Nothing but the lines from the start of the data through the line with "middle_row = (len(KEYBOARD_ROWS) - 1) / 2" should appear in the answer, each retyped exactly, and pictures should not.

(Items from a dataset)
○ ○ ○

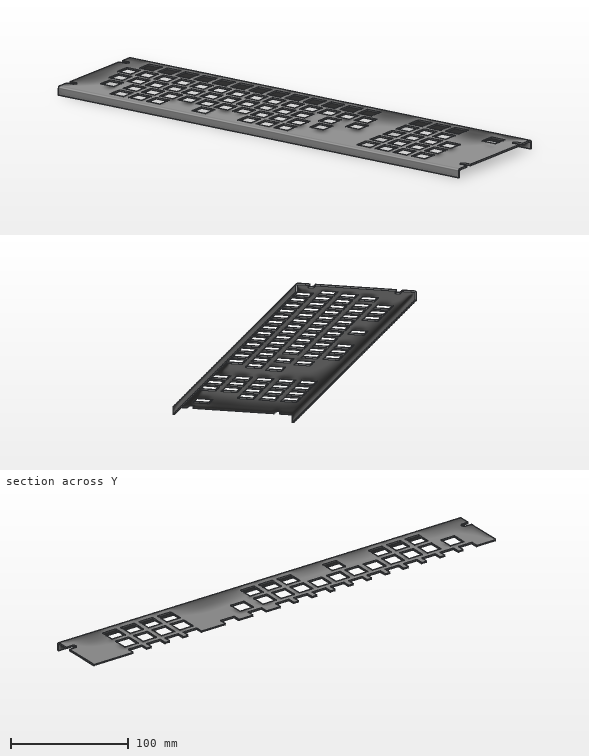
import cadquery as cq

LENGTH = 418.5
WIDTH = 106.5
HEIGHT = 8.0
THICKNESS = 1.5
BEND_INNER_RADIUS = 1.0
BEND_OUTER_RADIUS = BEND_INNER_RADIUS + THICKNESS

TWELVE_KEY_SPAN = 228.5
KEY_PITCH = TWELVE_KEY_SPAN / 12
KEY_GAP = 5.0
KEY_CUTOUT = KEY_PITCH - KEY_GAP
FIRST_KEY_X = -187.0
NUMPAD_FIRST_X = 104.3
LONE_KEY_X = 184.2
LONE_KEY_Y = 33.0

KEYBOARD_ROWS = [
    [(0.5, 13)],
    [(0, 14)],
    [(0.25, 11), (11.75, 1), (13.25, 1)],
    [(0.5, 1), (1.75, 10), (12, 1)],
    [(1.75, 3), (6.25, 1), (8.75, 3)],
]
NUMPAD_ROWS = [3, 3, 4, 4, 4]

SLOT_WIDTH = 5.0
SLOT_DEPTH = 8.5
SLOT_Y = 2 * KEY_PITCH


def row_y(row):
    """Y of a key row; the middle row lies on the centre line."""
    middle_row = (len(KEYBOARD_ROWS) - 1) / 2
    return (middle_row - row) * KEY_PITCH


def key_centers():
    """Centres of all square key openings."""
    centers = [(LONE_KEY_X, LONE_KEY_Y)]
    for row, runs in enumerate(KEYBOARD_ROWS):
        for first, count in runs:
            for key in range(count):
                centers.append((FIRST_KEY_X + (first + key) * KEY_PITCH, row_y(row)))
    for row, count in enumerate(NUMPAD_ROWS):
        for key in range(count):
            centers.append((NUMPAD_FIRST_X + key * KEY_PITCH, row_y(row)))
    return centers


def folded_panel():
    """Panel with its top at Z = 0 and a flange bent down along both long edges."""
    outer = (
        cq.Workplane("XY")
        .box(LENGTH, WIDTH, HEIGHT, centered=(True, True, False))
        .translate((0, 0, -HEIGHT))
        .edges("|X and >Z")
        .fillet(BEND_OUTER_RADIUS)
    )
    inner = (
        cq.Workplane("XY")
        .box(LENGTH, WIDTH - 2 * THICKNESS, HEIGHT - THICKNESS, centered=(True, True, False))
        .translate((0, 0, -HEIGHT))
        .edges("|X and >Z")
        .fillet(BEND_INNER_RADIUS)
    )
    return outer.cut(inner)


def key_openings():
    """Cutting bodies for the key openings."""
    return (
        cq.Workplane("XY")
        .pushPoints(key_centers())
        .rect(KEY_CUTOUT, KEY_CUTOUT)
        .extrude(-THICKNESS)
    )


def mounting_slots():
    """Cutting bodies for the four round-ended slots; their outer halves lie beyond the panel ends."""
    slot_centers = [(x, y) for x in (-LENGTH / 2, LENGTH / 2) for y in (-SLOT_Y, SLOT_Y)]
    return (
        cq.Workplane("XY")
        .pushPoints(slot_centers)
        .slot2D(2 * SLOT_DEPTH, SLOT_WIDTH)
        .extrude(-THICKNESS)
    )


result = folded_panel().cut(key_openings()).cut(mounting_slots())
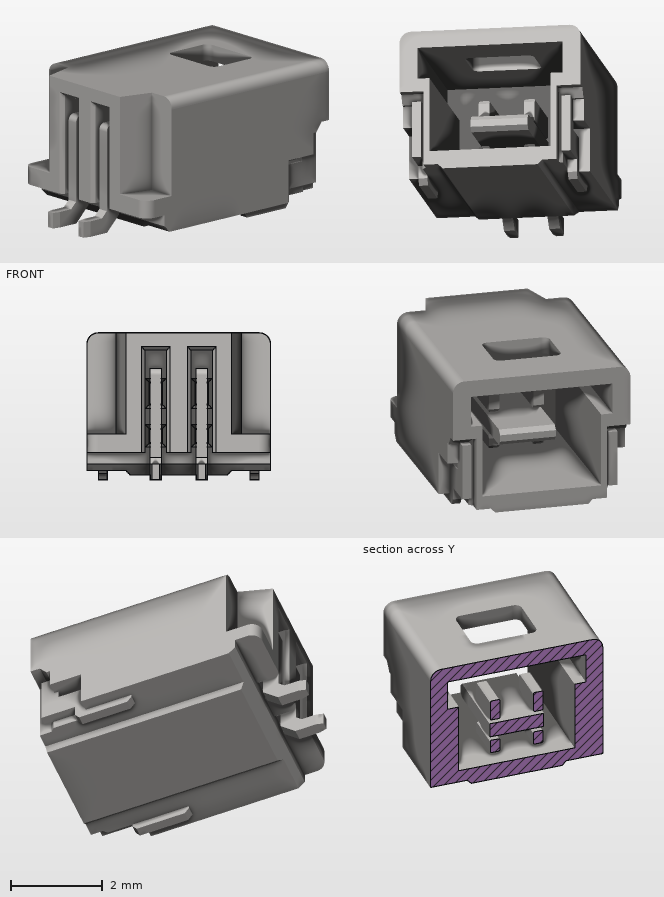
import cadquery as cq


width = 4.0
height = 3.2
depth = 5.35
half_width = width / 2
edge_radius = 0.25
pad_z = 0.1
side_z = 0.2
pad_half_width = 1.05
lower_front_y = 0.54
front_bevel = 0.25
flange_bottom = 0.6
flange_top = 1.0
notch_depth = 0.75
notch_x_front = 1.15
notch_x_rear = 1.36

roof_thickness = 0.37
cavity_front = 1.6
cavity_floor = 0.5
cavity_half_width = 1.34
rail_z = 2.14
cavity_upper_half_width = 1.6
window_half_width = 0.76
window_front = 3.09
window_rear = 4.28
window_radius = 0.15

tongue_half_width = 0.63
tongue_bottom = 1.2
tongue_top = 1.55
tongue_end = 4.22
tongue_bevel = 0.1

pitch = 1.0
contact_xs = [-pitch / 2, pitch / 2]
contact_width = 0.24
post_front = 0.09
post_rear = 0.45
post_top = 2.42
post_round = 0.14
foot_thickness = 0.35
foot_end = -0.55
foot_taper_length = 0.17
foot_tip_width = 0.16
foot_bend = 0.14
prong_end = 3.27
prong_tip_bevel = 0.08
prong_edge_bevel = 0.03

slot_half_width = 0.315
slot_top = 2.9
mouth_bevel = 0.08

pocket_heights = [(0.71, 1.2), (1.55, 2.21)]
pocket_half_width = 0.23

clip_outer = 1.75
clip_inner = 1.55
clip_rear = 5.2
clip_bottom = 0.42
clip_top = 1.66
clip_step_y = 4.79
clip_step_z = 0.97
clip_foot_rear = 4.41
clip_foot_front = 3.08
clip_foot_bevel_length = 0.1
clip_foot_bevel_height = 0.14
recess_front = 4.16
recess_step_y = 4.89
recess_step_z = 1.16
recess_top = 1.85
recess_slope_rear = 5.13
recess_slope_front = 4.98
recess_slope_z = 1.64
relief_front = 4.99
relief_rear = 5.07
relief_depth = 0.08


def box(x0, x1, y0, y1, z0, z1):
    """Box between opposite corner coordinates."""
    return cq.Workplane("XY").box(x1 - x0, y1 - y0, z1 - z0, centered=False).translate((x0, y0, z0))


def side_plate(points, x0, x1):
    """Plate with a (Y, Z) outline between two X positions."""
    return cq.Workplane("YZ").polyline(points).close().extrude(x1 - x0).translate((x0, 0, 0))


def plan_plate(points, z0, z1):
    """Plate with an (X, Y) outline between two heights."""
    return cq.Workplane("XY").polyline(points).close().extrude(z1 - z0).translate((0, 0, z0))


def bevelled_mouth(x_center, half_x, z0, z1, bottom_bevel, y):
    """Rectangular opening that narrows by the mouth bevel from y towards +Y."""
    inner_half = half_x - mouth_bevel
    inner_z0 = z0 + bottom_bevel
    inner_z1 = z1 - mouth_bevel
    z_shift = (inner_z0 + inner_z1 - z0 - z1) / 2
    return (
        cq.Workplane("XZ", origin=(x_center, y, (z0 + z1) / 2))
        .rect(2 * half_x, z1 - z0)
        .workplane(offset=-mouth_bevel)
        .center(0, z_shift)
        .rect(2 * inner_half, inner_z1 - inner_z0)
        .loft(combine=True)
    )


def both_sides(shape):
    """Shape together with its mirror image about X = 0."""
    return shape.union(shape.mirror("YZ"))


def make_shell():
    side_profile = [
        (0, height),
        (0, flange_bottom),
        (lower_front_y, flange_bottom),
        (lower_front_y, pad_z + front_bevel),
        (lower_front_y + front_bevel, pad_z),
        (depth, pad_z),
        (depth, height),
    ]
    shell = side_plate(side_profile, -half_width, half_width)
    shell = shell.edges("|Y and >Z").fillet(edge_radius)

    pad_slope = side_z - pad_z
    side_relief = (
        cq.Workplane("XZ")
        .polyline([
            (pad_half_width, pad_z),
            (pad_half_width + pad_slope, side_z),
            (half_width, side_z),
            (half_width, pad_z),
        ])
        .close()
        .extrude(-depth)
    )
    notch = plan_plate(
        [
            (notch_x_front, 0),
            (notch_x_rear, notch_depth),
            (half_width, notch_depth),
            (half_width, 0),
        ],
        flange_top,
        height,
    )
    shell = shell.cut(both_sides(side_relief)).cut(both_sides(notch))
    return shell.edges("(|Z and <Y) and (<X or >X)").fillet(edge_radius)


def cut_cavity(body):
    roof_z = height - roof_thickness
    lower = box(-cavity_half_width, cavity_half_width, cavity_front, depth, cavity_floor, roof_z)
    upper = box(-cavity_upper_half_width, cavity_upper_half_width, cavity_front, depth, rail_z, roof_z)
    window = box(-window_half_width, window_half_width, window_front, window_rear, roof_z, height)
    window = window.edges("|Z").fillet(window_radius)
    return body.cut(lower).cut(upper).cut(window)


def make_tongue():
    tongue = box(
        -tongue_half_width, tongue_half_width, cavity_front, tongue_end, tongue_bottom, tongue_top
    )
    return tongue.faces(">Y").edges("|X").chamfer(tongue_bevel)


def cut_slot(body, x):
    mouth = bevelled_mouth(x, slot_half_width, flange_bottom, slot_top, 0, 0)
    inner_half = slot_half_width - mouth_bevel
    channel = box(
        x - inner_half, x + inner_half, 0, lower_front_y, flange_bottom, slot_top - mouth_bevel
    )
    body = body.cut(mouth).cut(channel)
    for z0, z1 in pocket_heights:
        body = body.cut(bevelled_mouth(x, pocket_half_width, z0, z1, mouth_bevel, lower_front_y))
    return body


def make_contact(x):
    x0 = x - contact_width / 2
    x1 = x + contact_width / 2
    post_profile = [
        (post_rear, post_top),
        (post_front, post_top),
        (post_front, foot_thickness + foot_bend),
        (post_front - foot_bend, foot_thickness),
        (foot_end, foot_thickness),
        (foot_end, 0),
        (post_rear - foot_thickness, 0),
        (post_rear, foot_thickness),
    ]
    contact = side_plate(post_profile, x0, x1)
    front_top_edge = cq.selectors.NearestToPointSelector((x, post_front, post_top))
    contact = contact.edges(front_top_edge).fillet(post_round)

    taper_start = foot_end + foot_taper_length
    for side in (-1, 1):
        tip_corner = plan_plate(
            [
                (x + side * foot_tip_width / 2, foot_end),
                (x + side * contact_width / 2, foot_end),
                (x + side * contact_width / 2, taper_start),
            ],
            0,
            foot_thickness,
        )
        contact = contact.cut(tip_corner)

    for z0, z1 in pocket_heights:
        prong_bottom = z0 + mouth_bevel
        prong_top = z1 - mouth_bevel
        prong = box(x0, x1, post_front, prong_end, prong_bottom, prong_top)
        prong = prong.edges("|Y").chamfer(prong_edge_bevel)
        tip_profile = [
            (post_front, prong_bottom),
            (prong_end - prong_tip_bevel, prong_bottom),
            (prong_end, prong_bottom + prong_tip_bevel),
            (prong_end, prong_top - prong_tip_bevel),
            (prong_end - prong_tip_bevel, prong_top),
            (post_front, prong_top),
        ]
        contact = contact.union(prong.intersect(side_plate(tip_profile, x0, x1)))
    return contact


def make_side_recess():
    outline = [
        (depth, recess_top),
        (recess_slope_rear, recess_top),
        (recess_slope_front, recess_slope_z),
        (recess_step_y, recess_slope_z),
        (recess_step_y, recess_step_z),
        (recess_front, recess_step_z),
        (recess_front, side_z),
        (depth, side_z),
    ]
    recess = side_plate(outline, clip_inner, half_width)
    relief = plan_plate(
        [
            (clip_inner, relief_front),
            (clip_inner - relief_depth, relief_rear),
            (clip_inner - relief_depth, depth),
            (clip_inner, depth),
        ],
        side_z,
        recess_top,
    )
    relief = relief.intersect(side_plate(outline, clip_inner - relief_depth, clip_inner))
    return recess.union(relief)


def make_clip():
    outline = [
        (clip_rear, clip_bottom),
        (clip_rear, clip_top),
        (recess_step_y, clip_top),
        (recess_step_y, recess_step_z),
        (clip_step_y, recess_step_z),
        (clip_step_y, clip_step_z),
        (recess_front, clip_step_z),
        (recess_front, side_z),
        (clip_foot_front, side_z),
        (clip_foot_front, clip_foot_bevel_height),
        (clip_foot_front + clip_foot_bevel_length, 0),
        (clip_foot_rear - clip_foot_bevel_length, 0),
        (clip_foot_rear, clip_foot_bevel_height),
        (clip_foot_rear, clip_bottom),
    ]
    return side_plate(outline, clip_inner, clip_outer)


body = cut_cavity(make_shell())
body = body.cut(both_sides(make_side_recess()))
body = body.union(make_tongue())
for contact_x in contact_xs:
    body = cut_slot(body, contact_x)
for contact_x in contact_xs:
    body = body.union(make_contact(contact_x))

result = body.union(both_sides(make_clip()))
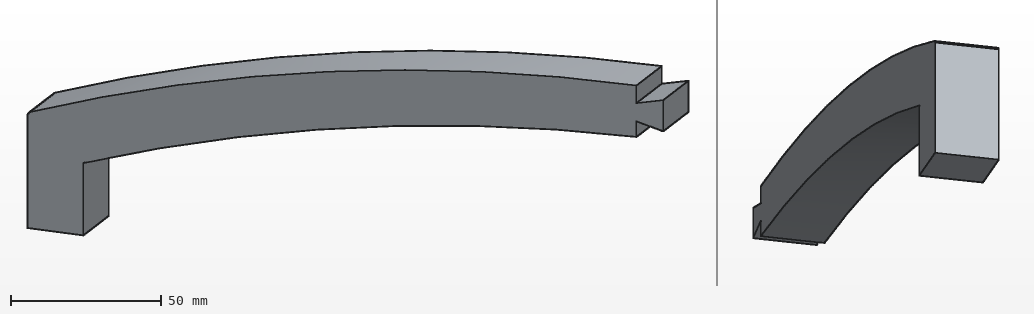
import cadquery as cq
import math

length = 229.0
width = 22.0
height = 78.5

leg_thickness = 20.1
leg_inner_height = 25.5
arm_start_height = 40.7

bevel_run = 0.7
bevel_rise = 1.0

arm_radius = 654.6
arm_end_thickness = 18.0

tongue_length = 9.5
tongue_root_height = 6.5
tongue_tip_height = 11.0
tongue_center_drop = 9.4

arm_end_x = length - tongue_length
tongue_z = height - tongue_center_drop


def arch_midpoint(start, end, radius):
    """Middle point of the upward-bulging arc from start to end, start being the left end."""
    run = end[0] - start[0]
    rise = end[1] - start[1]
    chord = math.hypot(run, rise)
    sagitta = radius - math.sqrt(radius**2 - (chord / 2)**2)
    mid_x = (start[0] + end[0]) / 2
    mid_z = (start[1] + end[1]) / 2
    return (mid_x - sagitta * rise / chord, mid_z + sagitta * run / chord)


upper_start = (bevel_run, arm_start_height)
upper_end = (arm_end_x, height)
lower_start = (leg_thickness, leg_inner_height)
lower_end = (arm_end_x, height - arm_end_thickness)

profile = (
    cq.Workplane("XZ")
    .lineTo(0, arm_start_height - bevel_rise)
    .lineTo(*upper_start)
    .threePointArc(arch_midpoint(upper_start, upper_end, arm_radius), upper_end)
    .lineTo(arm_end_x, tongue_z + tongue_root_height / 2)
    .lineTo(length, tongue_z + tongue_tip_height / 2)
    .lineTo(length, tongue_z - tongue_tip_height / 2)
    .lineTo(arm_end_x, tongue_z - tongue_root_height / 2)
    .lineTo(*lower_end)
    .threePointArc(arch_midpoint(lower_start, lower_end, arm_radius), lower_start)
    .lineTo(leg_thickness, 0)
    .close()
)

result = profile.extrude(width / 2, both=True)

○ ○ ○

RESPONSE BELOW:
import cadquery as cq

LENGTH = 418.5
WIDTH = 106.5
HEIGHT = 8.0
THICKNESS = 1.5
BEND_INNER_RADIUS = 1.0
BEND_OUTER_RADIUS = BEND_INNER_RADIUS + THICKNESS

TWELVE_KEY_SPAN = 228.5
KEY_PITCH = TWELVE_KEY_SPAN / 12
KEY_GAP = 5.0
KEY_CUTOUT = KEY_PITCH - KEY_GAP
FIRST_KEY_X = -187.0
NUMPAD_FIRST_X = 104.3
LONE_KEY_X = 184.2
LONE_KEY_Y = 33.0

KEYBOARD_ROWS = [
    [(0.5, 13)],
    [(0, 14)],
    [(0.25, 11), (11.75, 1), (13.25, 1)],
    [(0.5, 1), (1.75, 10), (12, 1)],
    [(1.75, 3), (6.25, 1), (8.75, 3)],
]
NUMPAD_ROWS = [3, 3, 4, 4, 4]

SLOT_WIDTH = 5.0
SLOT_DEPTH = 8.5
SLOT_Y = 2 * KEY_PITCH


def row_y(row):
    """Y of a key row; the middle row lies on the centre line."""
    middle_row = (len(KEYBOARD_ROWS) - 1) / 2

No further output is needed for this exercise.